##### Excerpted data #####
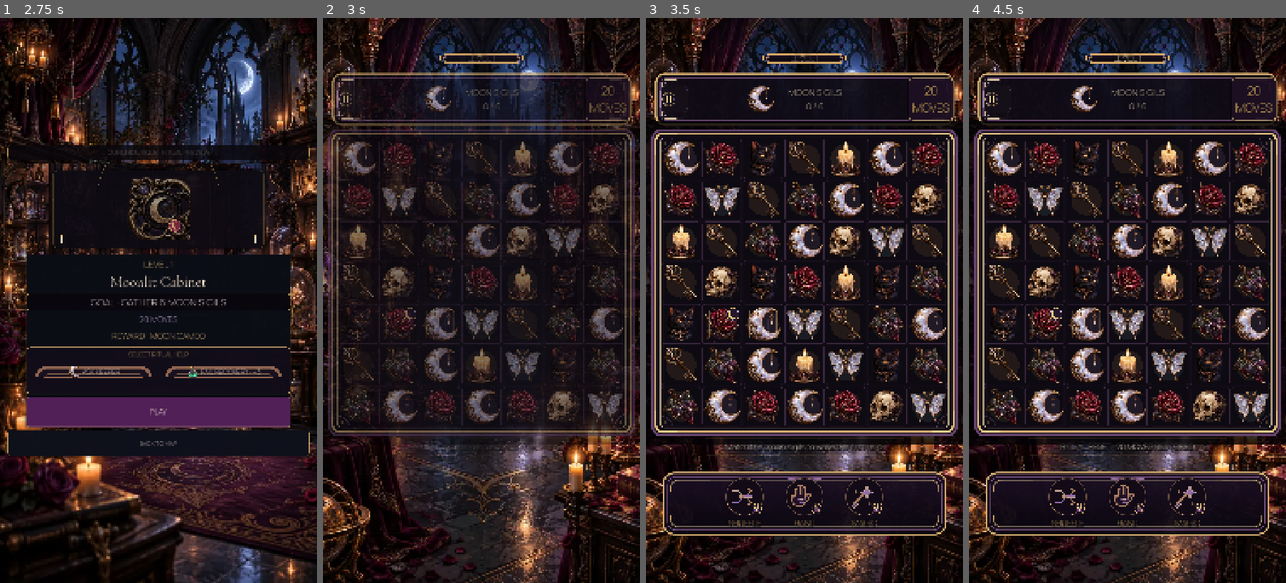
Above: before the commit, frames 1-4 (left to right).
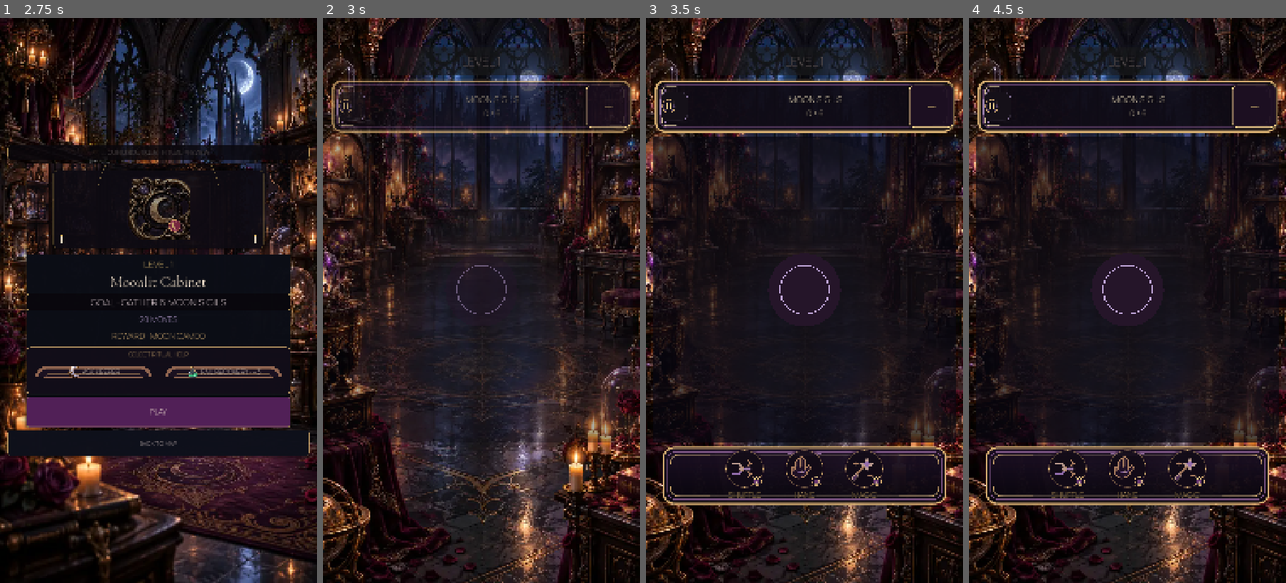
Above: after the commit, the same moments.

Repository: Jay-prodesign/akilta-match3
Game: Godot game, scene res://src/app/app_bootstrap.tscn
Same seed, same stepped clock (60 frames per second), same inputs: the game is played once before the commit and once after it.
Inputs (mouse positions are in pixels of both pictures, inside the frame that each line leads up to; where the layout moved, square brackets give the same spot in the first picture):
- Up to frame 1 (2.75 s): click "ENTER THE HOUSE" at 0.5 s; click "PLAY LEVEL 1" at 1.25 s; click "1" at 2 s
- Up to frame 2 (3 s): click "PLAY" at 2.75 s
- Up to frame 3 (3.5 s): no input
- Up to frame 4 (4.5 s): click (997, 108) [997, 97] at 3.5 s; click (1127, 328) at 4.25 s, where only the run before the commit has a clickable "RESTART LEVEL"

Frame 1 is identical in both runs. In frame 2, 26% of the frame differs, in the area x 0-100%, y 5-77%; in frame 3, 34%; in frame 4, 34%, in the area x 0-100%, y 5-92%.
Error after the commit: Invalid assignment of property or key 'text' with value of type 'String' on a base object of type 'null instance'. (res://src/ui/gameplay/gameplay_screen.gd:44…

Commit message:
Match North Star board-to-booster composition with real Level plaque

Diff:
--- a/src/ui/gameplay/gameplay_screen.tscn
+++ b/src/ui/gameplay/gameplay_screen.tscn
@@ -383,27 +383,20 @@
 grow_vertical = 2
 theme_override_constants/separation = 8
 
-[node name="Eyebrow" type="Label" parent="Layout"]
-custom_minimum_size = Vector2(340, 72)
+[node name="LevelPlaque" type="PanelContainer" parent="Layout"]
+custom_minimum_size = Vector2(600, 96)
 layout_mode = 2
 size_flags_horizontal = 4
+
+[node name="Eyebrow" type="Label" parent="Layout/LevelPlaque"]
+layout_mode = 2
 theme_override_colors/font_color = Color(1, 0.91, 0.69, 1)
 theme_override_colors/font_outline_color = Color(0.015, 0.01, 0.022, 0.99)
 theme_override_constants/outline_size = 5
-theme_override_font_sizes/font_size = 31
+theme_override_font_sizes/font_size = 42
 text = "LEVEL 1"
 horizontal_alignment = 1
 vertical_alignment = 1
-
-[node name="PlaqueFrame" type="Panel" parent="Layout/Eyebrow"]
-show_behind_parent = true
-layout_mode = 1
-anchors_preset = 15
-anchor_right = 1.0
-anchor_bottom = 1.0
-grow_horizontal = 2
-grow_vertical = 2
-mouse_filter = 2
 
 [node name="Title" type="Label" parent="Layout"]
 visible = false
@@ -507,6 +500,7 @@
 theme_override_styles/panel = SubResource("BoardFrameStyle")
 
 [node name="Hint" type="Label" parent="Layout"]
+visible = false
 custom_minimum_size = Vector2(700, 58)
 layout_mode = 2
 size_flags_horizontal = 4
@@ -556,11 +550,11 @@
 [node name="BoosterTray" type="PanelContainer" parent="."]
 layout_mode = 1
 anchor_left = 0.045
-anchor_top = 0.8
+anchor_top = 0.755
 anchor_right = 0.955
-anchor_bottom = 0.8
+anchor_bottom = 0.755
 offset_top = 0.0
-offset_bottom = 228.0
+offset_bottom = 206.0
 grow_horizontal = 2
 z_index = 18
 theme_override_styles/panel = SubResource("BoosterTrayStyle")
#####
##### Excerpted data #####
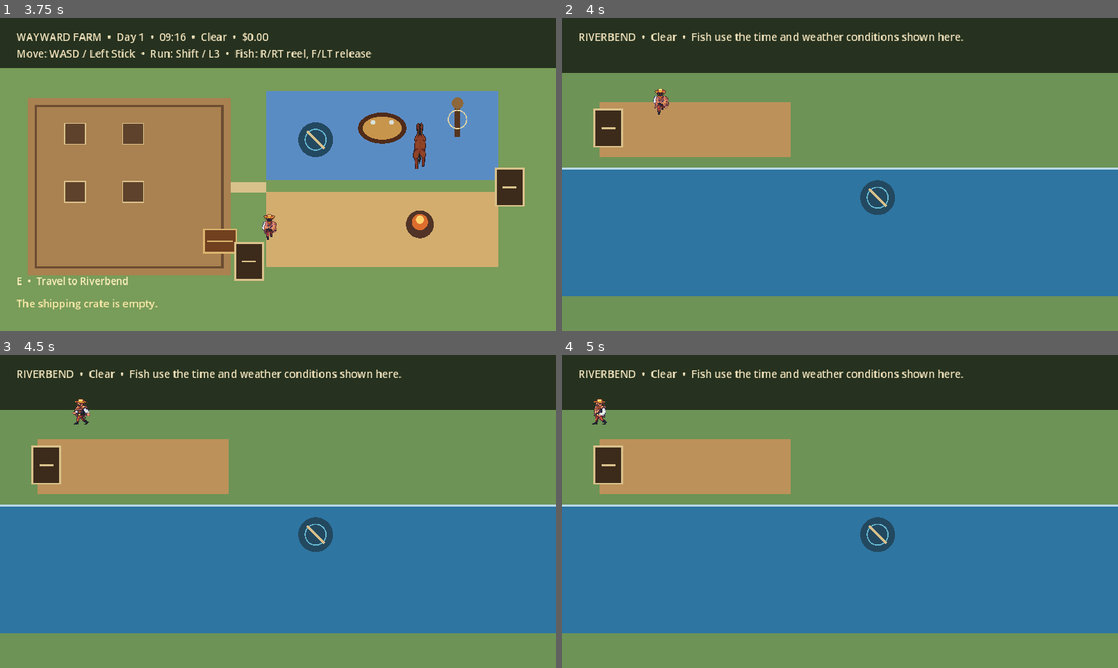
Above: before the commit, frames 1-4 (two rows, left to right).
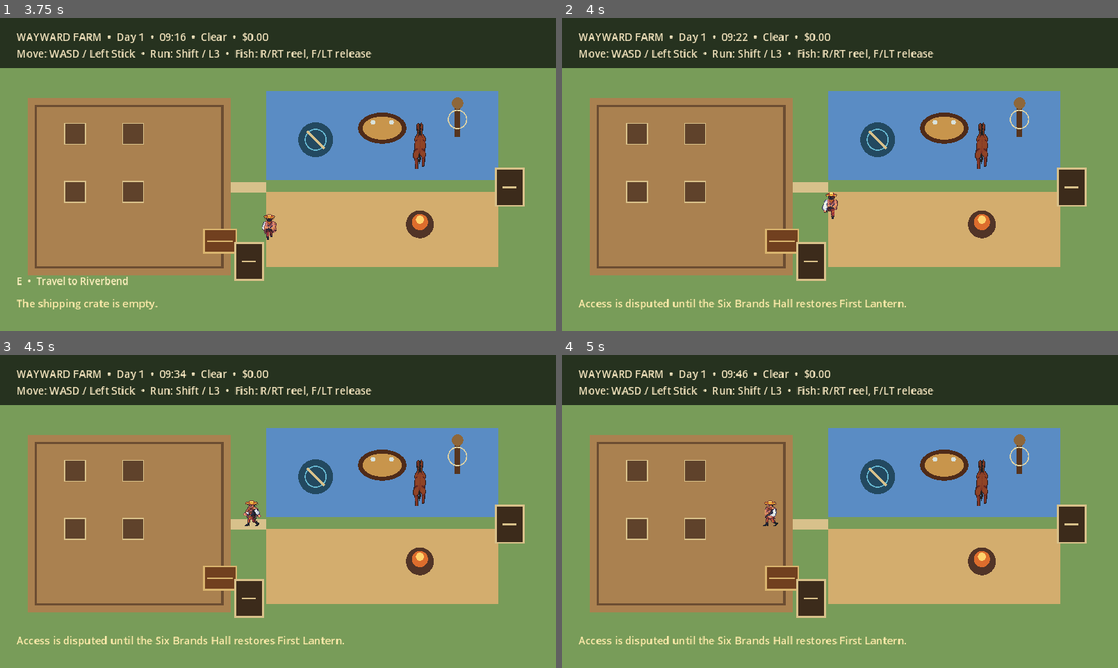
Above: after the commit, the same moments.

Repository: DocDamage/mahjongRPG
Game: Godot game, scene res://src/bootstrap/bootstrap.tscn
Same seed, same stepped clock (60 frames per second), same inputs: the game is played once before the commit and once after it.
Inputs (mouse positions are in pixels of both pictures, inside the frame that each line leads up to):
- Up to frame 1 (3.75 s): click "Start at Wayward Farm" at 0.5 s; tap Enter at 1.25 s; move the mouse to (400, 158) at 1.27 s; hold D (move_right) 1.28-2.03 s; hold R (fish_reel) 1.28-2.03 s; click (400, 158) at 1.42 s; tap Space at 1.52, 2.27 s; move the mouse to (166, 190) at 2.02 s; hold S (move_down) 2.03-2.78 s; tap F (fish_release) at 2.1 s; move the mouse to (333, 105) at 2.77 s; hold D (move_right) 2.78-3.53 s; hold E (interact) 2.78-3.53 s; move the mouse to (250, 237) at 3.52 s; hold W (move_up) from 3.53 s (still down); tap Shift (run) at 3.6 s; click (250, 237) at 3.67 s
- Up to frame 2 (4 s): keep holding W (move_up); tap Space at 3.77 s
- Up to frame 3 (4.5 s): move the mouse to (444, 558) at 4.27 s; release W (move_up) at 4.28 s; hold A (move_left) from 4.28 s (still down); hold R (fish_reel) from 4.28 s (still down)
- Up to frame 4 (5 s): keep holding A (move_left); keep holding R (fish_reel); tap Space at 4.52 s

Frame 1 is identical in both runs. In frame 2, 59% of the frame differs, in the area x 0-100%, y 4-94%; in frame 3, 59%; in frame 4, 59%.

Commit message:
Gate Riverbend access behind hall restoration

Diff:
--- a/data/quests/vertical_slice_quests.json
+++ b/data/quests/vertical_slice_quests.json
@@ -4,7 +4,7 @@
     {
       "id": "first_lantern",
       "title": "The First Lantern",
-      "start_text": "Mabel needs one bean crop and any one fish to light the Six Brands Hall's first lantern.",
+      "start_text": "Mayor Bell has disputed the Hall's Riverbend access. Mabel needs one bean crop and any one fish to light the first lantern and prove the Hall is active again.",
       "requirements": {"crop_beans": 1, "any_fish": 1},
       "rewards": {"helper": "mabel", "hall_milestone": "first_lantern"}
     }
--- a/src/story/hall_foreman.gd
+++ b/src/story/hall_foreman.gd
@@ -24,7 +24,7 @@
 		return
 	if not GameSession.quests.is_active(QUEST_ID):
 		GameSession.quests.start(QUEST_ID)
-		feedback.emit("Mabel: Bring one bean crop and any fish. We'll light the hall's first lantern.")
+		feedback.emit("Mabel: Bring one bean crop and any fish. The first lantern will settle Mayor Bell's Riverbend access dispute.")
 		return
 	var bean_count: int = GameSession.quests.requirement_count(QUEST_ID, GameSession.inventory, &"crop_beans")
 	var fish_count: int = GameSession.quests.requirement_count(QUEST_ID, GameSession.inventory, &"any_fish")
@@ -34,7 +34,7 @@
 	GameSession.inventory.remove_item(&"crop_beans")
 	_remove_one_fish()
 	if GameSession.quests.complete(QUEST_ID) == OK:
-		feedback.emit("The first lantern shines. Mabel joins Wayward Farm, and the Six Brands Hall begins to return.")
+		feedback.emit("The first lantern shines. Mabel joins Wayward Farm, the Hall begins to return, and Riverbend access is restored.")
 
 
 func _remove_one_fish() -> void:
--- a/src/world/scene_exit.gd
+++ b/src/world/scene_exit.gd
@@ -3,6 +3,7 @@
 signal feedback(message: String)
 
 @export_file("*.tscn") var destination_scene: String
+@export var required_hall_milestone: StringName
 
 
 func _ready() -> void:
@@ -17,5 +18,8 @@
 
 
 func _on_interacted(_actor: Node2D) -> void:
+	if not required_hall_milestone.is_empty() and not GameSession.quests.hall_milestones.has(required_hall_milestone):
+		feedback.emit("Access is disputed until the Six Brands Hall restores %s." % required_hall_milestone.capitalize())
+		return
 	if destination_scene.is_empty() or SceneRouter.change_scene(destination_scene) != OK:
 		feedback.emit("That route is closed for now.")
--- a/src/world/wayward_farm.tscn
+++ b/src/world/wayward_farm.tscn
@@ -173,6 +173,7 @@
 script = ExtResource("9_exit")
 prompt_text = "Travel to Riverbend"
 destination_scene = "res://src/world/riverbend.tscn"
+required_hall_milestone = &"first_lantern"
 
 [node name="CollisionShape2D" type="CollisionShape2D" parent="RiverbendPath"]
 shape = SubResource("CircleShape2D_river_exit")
#####
##### Excerpted data #####
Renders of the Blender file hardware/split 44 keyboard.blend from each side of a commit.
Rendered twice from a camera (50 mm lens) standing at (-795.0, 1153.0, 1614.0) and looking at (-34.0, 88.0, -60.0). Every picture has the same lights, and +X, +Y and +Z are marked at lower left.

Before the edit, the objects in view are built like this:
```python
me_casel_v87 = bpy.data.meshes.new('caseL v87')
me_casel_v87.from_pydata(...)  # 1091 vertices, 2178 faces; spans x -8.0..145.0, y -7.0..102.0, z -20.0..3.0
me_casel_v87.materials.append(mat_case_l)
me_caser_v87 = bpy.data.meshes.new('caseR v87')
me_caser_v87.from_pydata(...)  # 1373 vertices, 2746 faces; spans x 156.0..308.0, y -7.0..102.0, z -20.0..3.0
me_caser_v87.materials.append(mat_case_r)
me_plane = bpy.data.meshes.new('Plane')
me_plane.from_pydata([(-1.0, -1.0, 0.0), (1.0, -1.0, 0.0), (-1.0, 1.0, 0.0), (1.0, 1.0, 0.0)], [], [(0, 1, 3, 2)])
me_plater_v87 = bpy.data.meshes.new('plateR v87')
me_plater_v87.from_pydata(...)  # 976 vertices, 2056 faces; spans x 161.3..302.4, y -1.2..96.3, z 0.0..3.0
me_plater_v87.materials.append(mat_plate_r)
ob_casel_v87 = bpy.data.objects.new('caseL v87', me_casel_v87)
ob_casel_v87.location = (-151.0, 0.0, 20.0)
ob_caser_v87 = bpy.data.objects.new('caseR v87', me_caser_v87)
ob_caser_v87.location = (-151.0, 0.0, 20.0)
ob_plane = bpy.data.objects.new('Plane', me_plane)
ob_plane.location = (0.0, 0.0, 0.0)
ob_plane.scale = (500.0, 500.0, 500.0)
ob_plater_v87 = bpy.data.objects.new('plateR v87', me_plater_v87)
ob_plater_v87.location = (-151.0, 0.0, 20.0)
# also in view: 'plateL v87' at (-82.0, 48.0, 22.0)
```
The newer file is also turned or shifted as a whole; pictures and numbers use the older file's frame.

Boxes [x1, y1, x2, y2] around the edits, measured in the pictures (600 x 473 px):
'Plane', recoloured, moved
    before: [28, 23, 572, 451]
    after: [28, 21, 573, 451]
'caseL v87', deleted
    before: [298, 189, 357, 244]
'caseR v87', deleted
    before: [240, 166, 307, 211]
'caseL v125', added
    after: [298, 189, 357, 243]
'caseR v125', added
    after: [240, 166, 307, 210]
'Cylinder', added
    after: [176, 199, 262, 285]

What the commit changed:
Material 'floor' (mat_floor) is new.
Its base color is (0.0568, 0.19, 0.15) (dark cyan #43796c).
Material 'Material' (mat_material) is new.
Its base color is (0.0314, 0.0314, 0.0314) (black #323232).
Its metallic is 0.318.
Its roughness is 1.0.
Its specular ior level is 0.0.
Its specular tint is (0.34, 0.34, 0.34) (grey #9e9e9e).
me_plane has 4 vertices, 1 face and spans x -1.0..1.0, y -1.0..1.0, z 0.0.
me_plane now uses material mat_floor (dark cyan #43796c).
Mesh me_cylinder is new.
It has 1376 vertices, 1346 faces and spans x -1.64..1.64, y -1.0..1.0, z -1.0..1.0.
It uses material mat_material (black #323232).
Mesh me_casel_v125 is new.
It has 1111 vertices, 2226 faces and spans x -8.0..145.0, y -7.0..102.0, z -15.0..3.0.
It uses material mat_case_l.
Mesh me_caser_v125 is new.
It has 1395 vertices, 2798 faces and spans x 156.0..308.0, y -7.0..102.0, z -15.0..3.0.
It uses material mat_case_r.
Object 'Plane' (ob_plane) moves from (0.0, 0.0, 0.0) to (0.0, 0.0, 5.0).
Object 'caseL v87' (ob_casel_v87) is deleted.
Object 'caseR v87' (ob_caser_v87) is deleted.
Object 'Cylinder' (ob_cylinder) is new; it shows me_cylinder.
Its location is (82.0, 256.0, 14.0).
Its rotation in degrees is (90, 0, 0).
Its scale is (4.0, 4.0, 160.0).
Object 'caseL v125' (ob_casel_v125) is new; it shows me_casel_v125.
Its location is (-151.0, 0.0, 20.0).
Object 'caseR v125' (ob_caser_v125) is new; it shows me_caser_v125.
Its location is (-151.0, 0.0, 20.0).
#####
How to complete this task:
Please list every line of the records that contains "joins".

Your solution:
-		feedback.emit("The first lantern shines. Mabel joins Wayward Farm, and the Six Brands Hall begins to return.")
+		feedback.emit("The first lantern shines. Mabel joins Wayward Farm, the Hall begins to return, and Riverbend access is restored.")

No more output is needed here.